Leaders from Africa reaffirmed their commitment to building a Single Digital Market by 2030 at the recent Smart Africa Alliance summit in Conakry, Guinea.
This ambitious effort could reshape how Africans trade, innovate, communicate and move across borders.
At the heart of the initiative is the recognition that a connected digital space could become one of Africa’s greatest strategic assets. By 2030, the continent is projected to host more than 1.5 billion people, most of whom will be young, mobile-centric, and eager for digital participation.
During the summit, member countries agreed to align their digital policies, regulatory frameworks and standards so that cross-border digital services, data flows, and startups can operate more seamlessly across Africa.
“Africa has the money, the investors, the startups, and the innovation, but too often, these ecosystems operate in silos. SANIA is here to bring them together and connect them,” Ralph Oyini, Director of Digital Transformation and Services at Smart Africa, said.
Additionally, Smart Africa's CEO, Lacina Koné, made an initial commitment to enable the scaling of African digital start-ups across borders, supported by a $115 million fund.
“We believe digital transformation can accelerate integration if we align our policies across borders,” Koné said.
The project, championed by the Smart Africa Alliance since 2013, has grown into a coordinated movement involving 42 member states.
What once sounded like a distant vision is now taking shape through platforms such as SANIA, which connects African startups with investors, and the Smart Africa Data Exchange (SADX), a cross-border data interoperability pilot currently running in Benin, Ghana and Rwanda.
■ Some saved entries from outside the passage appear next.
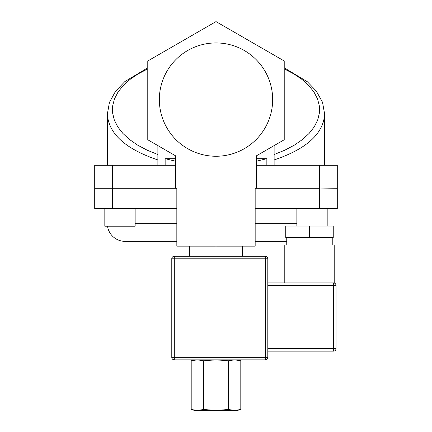 <?xml version="1.0" encoding="UTF-8"?>
<svg xmlns="http://www.w3.org/2000/svg" width="432" height="432" viewBox="0 0 432 432"><rect width="100%" height="100%" fill="white"/><g stroke="black" fill="none" stroke-linecap="round" stroke-linejoin="round"><path stroke-width="0.65" d="M242.53 246.154L242.53 256.262M189.47 246.154L189.47 256.262M216 246.154L216 256.262M255.166 188.033L255.166 246.154L176.834 246.154L176.834 188.033M255.166 241.353L286.751 241.353M176.834 241.353L125.032 241.353A17.69 17.69 0 0 1 107.525 226.19M176.834 208.505L94.711 208.505L94.711 188.287L112.401 188.287L112.401 208.505M256.43 165.294L337.289 165.294L337.289 188.033L319.599 188.033L337.289 188.287L337.289 208.505L255.166 208.505M319.599 165.294L319.599 188.033L256.43 188.033L256.43 155.817L284.224 139.768L284.224 60.988L216 21.6L147.776 60.988L147.776 139.768L175.57 155.817L175.57 188.033L94.711 188.033L94.711 165.294L112.401 165.294L112.401 188.287L176.834 188.287M175.57 188.033L256.43 188.033M319.599 208.505L319.599 188.287L255.166 188.287M147.776 67.819L124.864 81.567L115.528 91.298L109.431 102.411L107.347 114.151C108.583 133.704 125.426 148.97 157.88 159.948M274.12 159.948C306.574 148.97 323.422 133.704 324.653 114.151L322.52 102.276L316.283 91.044L307.379 81.772L284.224 67.819M272.657 99.598A56.657 56.657 0 0 1 216 156.254A56.657 56.657 0 0 1 159.343 99.598A56.657 56.657 0 0 1 216 42.935A56.657 56.657 0 0 1 272.657 99.598M175.57 165.294L112.401 165.294M175.57 161.212L165.148 158.684L165.148 165.294M175.57 158.684L165.148 158.684M157.88 145.606L157.88 165.294M274.12 165.294L274.12 145.606M266.852 165.294L266.852 158.684L256.43 158.684M266.852 158.684L256.43 161.212M135.14 208.505L135.14 226.19L104.819 226.19L104.819 208.505M171.779 258.79L171.779 357.334L171.779 258.79A2.527 2.527 0 0 1 174.307 256.262A2.527 2.527 0 0 0 171.779 258.79L174.307 258.79L174.307 357.334L267.802 357.334L267.802 258.79A2.527 2.527 0 0 0 265.275 256.262A2.527 2.527 0 0 1 267.802 258.79L265.275 258.79L265.275 359.861A2.527 2.527 0 0 0 267.802 357.334A2.527 2.527 0 0 1 265.275 359.861L174.307 359.861L174.307 357.334L171.779 357.334A2.527 2.527 0 0 0 174.307 359.861M174.307 258.79L174.307 256.262L265.275 256.262L265.275 258.79L174.307 258.79M285.741 226.066L309.496 226.066L309.496 237.438L285.741 237.438L285.741 226.066M309.496 226.066L333.245 226.066L333.245 237.438L309.496 237.438M267.802 351.146L333.499 351.146A2.527 2.527 0 0 0 336.026 348.619L333.499 348.619L333.499 351.146M284.224 282.922L284.224 245.014L334.762 245.014L334.762 282.922L333.499 282.922L333.499 285.444L336.026 285.444A2.527 2.527 0 0 0 333.499 282.922L267.802 282.922M336.026 348.619L336.026 285.444M240.802 409.509L237.476 410.4L234.603 410.4L240.802 409.509L240.802 360.752L234.603 359.861L228.398 360.752L216 359.861L203.602 360.752L197.397 359.861L191.198 360.752L191.198 409.509L197.397 410.4L194.524 410.4L191.198 409.509M197.397 410.4L203.602 409.509L216 410.4L197.397 410.4M216 410.4L228.398 409.509L234.603 410.4L216 410.4M203.602 360.752L203.602 409.509M228.398 360.752L228.398 409.509M296.86 223.663L255.166 223.663M176.834 223.663L135.14 223.663M157.88 154.543L147.215 150.201L137.716 145.174L129.551 139.541L122.855 133.402L117.747 126.857L114.307 120.02L112.595 113.006L112.644 105.937L114.453 98.928L117.985 92.108L123.185 85.579L129.967 79.466L138.208 73.861L147.776 68.872M284.224 68.872L293.792 73.861L302.033 79.466L308.815 85.579L314.015 92.108L317.547 98.928L319.356 105.937L319.405 113.006L317.693 120.02L314.253 126.857L309.145 133.402L302.449 139.541L294.284 145.174L284.785 150.201L274.12 154.543M267.802 285.444L333.499 285.444L333.499 348.619L267.802 348.619M324.653 165.294L324.653 114.145M107.347 165.294L107.347 114.145M296.86 208.505L296.86 226.066M327.181 208.505L327.181 226.066M286.751 237.438L286.751 245.014M332.235 237.438L332.235 245.014M194.524 359.861L191.198 360.752M237.476 359.861L240.802 360.752"/></g></svg>
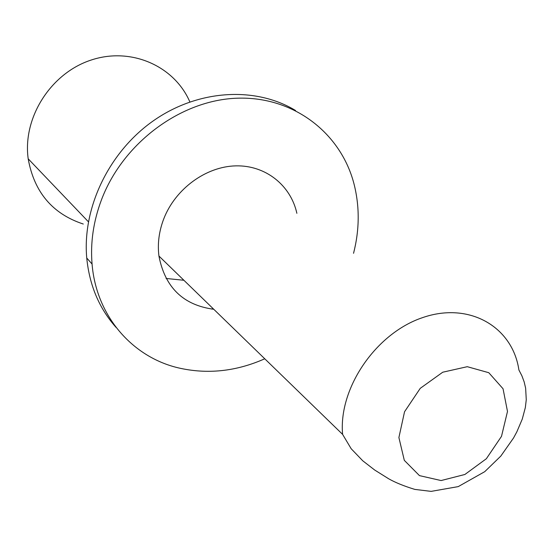 <?xml version="1.0" encoding="UTF-8"?>
<svg xmlns="http://www.w3.org/2000/svg" width="554" height="554" viewBox="0 0 554 554"><rect width="100%" height="100%" fill="white"/><g stroke="black" fill="none" stroke-linecap="round" stroke-linejoin="round"><path stroke-width="0.83" d="M296.875 213.311C290.746 185.341 265.601 165.099 235.762 165.868C205.949 166.532 175.41 188.81 163.79 218.768C159.012 231.226 157.391 243.649 158.936 256.031C164.995 287.436 183.27 305.185 213.761 309.271M213.103 308.633L211.559 309.042M116.084 327.428C99.242 308.495 89.464 285.358 86.743 258.019C82.193 207.556 109.221 151.415 153.984 120.363C198.761 89.284 255.844 86.376 295.545 110.502M264.757 358.784C235.99 371.54 207.12 374.552 178.139 367.821C132.254 356.956 96.23 315.967 92.068 264.029C90.288 242.666 93.411 221.281 101.451 199.856C123.023 142.738 180.985 99.983 237.299 98.197C293.717 96.223 340.793 133.099 353.944 183.672C359.74 206.344 359.608 229.557 353.549 253.303M166.075 278.461L183.893 280.269M83.28 224.031C52.533 213.899 34.168 192.162 28.192 158.811C22.485 117.912 50.58 73.398 90.828 60.157C131.007 46.564 174.455 66.037 189.849 101.908M342.601 434.371C338.397 388.202 375.889 333.217 422.66 317.594C469.383 301.397 512.63 326.895 518.904 369.989L521.91 375.827L524.174 381.928L525.642 388.243L526.265 399.739L525.337 407.585L522.263 419.122L516.854 431.829L513.551 437.958L500.823 456.074L484.736 471.676L458.227 486.613L431.137 491.377L414.835 489.404C404.067 486.114 395.341 482.569 388.666 478.774L374.712 470.048L362.745 460.783L351.181 448.74L342.601 434.371L158.936 256.031M501.502 436.344L486.35 458.74L464.882 474.48L441.081 480.553L419.454 475.616L404.309 460.346L398.894 437.549L404.545 411.754L420.251 388.333L442.743 372.212L467.271 366.693L488.78 372.704L503.046 388.756L507.492 411.456L501.502 436.344M86.743 258.019L92.068 264.029M28.192 158.811L88.405 221.78"/></g></svg>
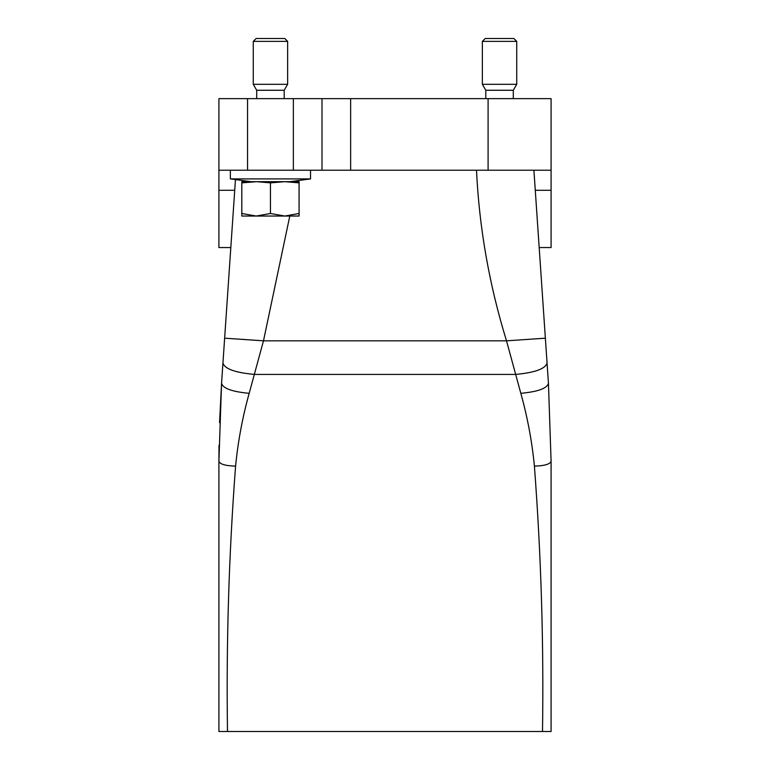 <?xml version="1.0" encoding="UTF-8"?>
<svg xmlns="http://www.w3.org/2000/svg" width="770" height="770" viewBox="0 0 770 770"><rect width="100%" height="100%" fill="white"/><g stroke="black" fill="none" stroke-linecap="round" stroke-linejoin="round"><path stroke-width="1.16" d="M289.799 216.043L263.484 340.831L249.182 393.316C242.512 417.196 237.988 441.47 235.591 466.119C228.892 554.333 226.188 642.796 227.497 731.5L551.089 731.5L551.089 461.23L548.442 383.316L533.908 170.228M227.497 731.5L218.911 731.5L218.911 461.23C219.902 464.204 225.456 465.831 235.591 466.119C225.456 465.831 219.902 464.204 218.911 461.23L221.558 383.316L219.556 422.634M542.504 731.5C543.832 643.739 541.127 555.276 534.409 466.119C532.012 441.46 527.488 417.186 520.818 393.316L506.516 340.831C489.229 284.746 479.229 227.872 476.505 170.228M219.017 445.224L218.911 461.23M545.362 338.184L506.516 340.831L263.484 340.831L224.638 338.184L230.817 247.545L218.911 247.545L218.911 190.277L234.725 190.277L230.817 247.536L235.456 179.583L221.558 383.316C222.934 388.417 232.145 391.747 249.182 393.316C232.145 391.747 222.934 388.417 221.558 383.316M224.638 338.184L222.944 362.988C224.522 368.82 235.042 372.632 254.514 374.422L515.486 374.422C534.957 372.632 545.478 368.82 547.056 362.988M218.911 190.277L218.911 98.637L350.639 98.637L350.639 170.228L488.093 170.228L488.093 98.637L350.639 98.637M535.275 190.277L551.089 190.277L551.089 98.637L488.093 98.637M247.545 98.637L247.545 170.228L218.911 170.228M551.089 190.277L551.089 247.545L539.183 247.545L538.865 242.925M520.818 393.316C537.855 391.747 547.066 388.417 548.442 383.316L551.089 461.23C550.098 464.204 544.544 465.831 534.409 466.119C544.544 465.831 550.098 464.204 551.089 461.23M284.197 98.637L284.197 90.273L256.708 90.273L256.708 98.637M256.708 90.273L253.272 84.315L287.633 84.315L284.197 90.273M253.272 41.368L256.141 38.5L284.775 38.5L287.633 41.368L253.272 41.368L253.272 84.315M513.292 98.637L513.292 90.273L485.803 90.273L485.803 98.637M485.803 90.273L482.367 84.315L516.728 84.315L513.292 90.273M482.367 41.368L485.225 38.5L513.86 38.5L516.728 41.368L482.367 41.368L482.367 84.315M299.087 213.492L284.775 216.043L256.141 216.043L270.453 213.492L284.775 216.043L299.087 216.043L299.087 181.681L241.819 181.681L241.819 182.865L241.819 181.681M270.453 213.492L270.453 182.865L256.718 181.681L241.819 182.865L241.819 216.043L241.819 213.492L256.141 216.043L241.819 216.043M299.087 213.742L299.087 216.043M299.087 182.865L284.775 181.681L270.453 182.865M247.545 170.228L293.36 170.228L293.36 98.637M322.004 98.637L322.004 170.228L293.36 170.228M322.004 170.228L350.639 170.228M551.089 170.228L488.093 170.228M250.982 181.681L230.365 178.9L310.541 178.9L310.541 170.228M287.633 41.368L287.633 84.315M516.728 41.368L516.728 84.315M230.365 178.9L230.365 170.228M289.934 181.681L310.541 178.9"/></g></svg>

Now, this push is important because each African country has its digital laws, data-protection rules, telecom standards, and ICT policies. This fragmentation makes it difficult for digital services, startups, mobile money systems, and data to move easily across borders.
A unified market would allow a digital identity issued in Nairobi to work seamlessly in Abidjan, or a fintech from Accra to scale across borders without navigating dozens of regulatory hurdles.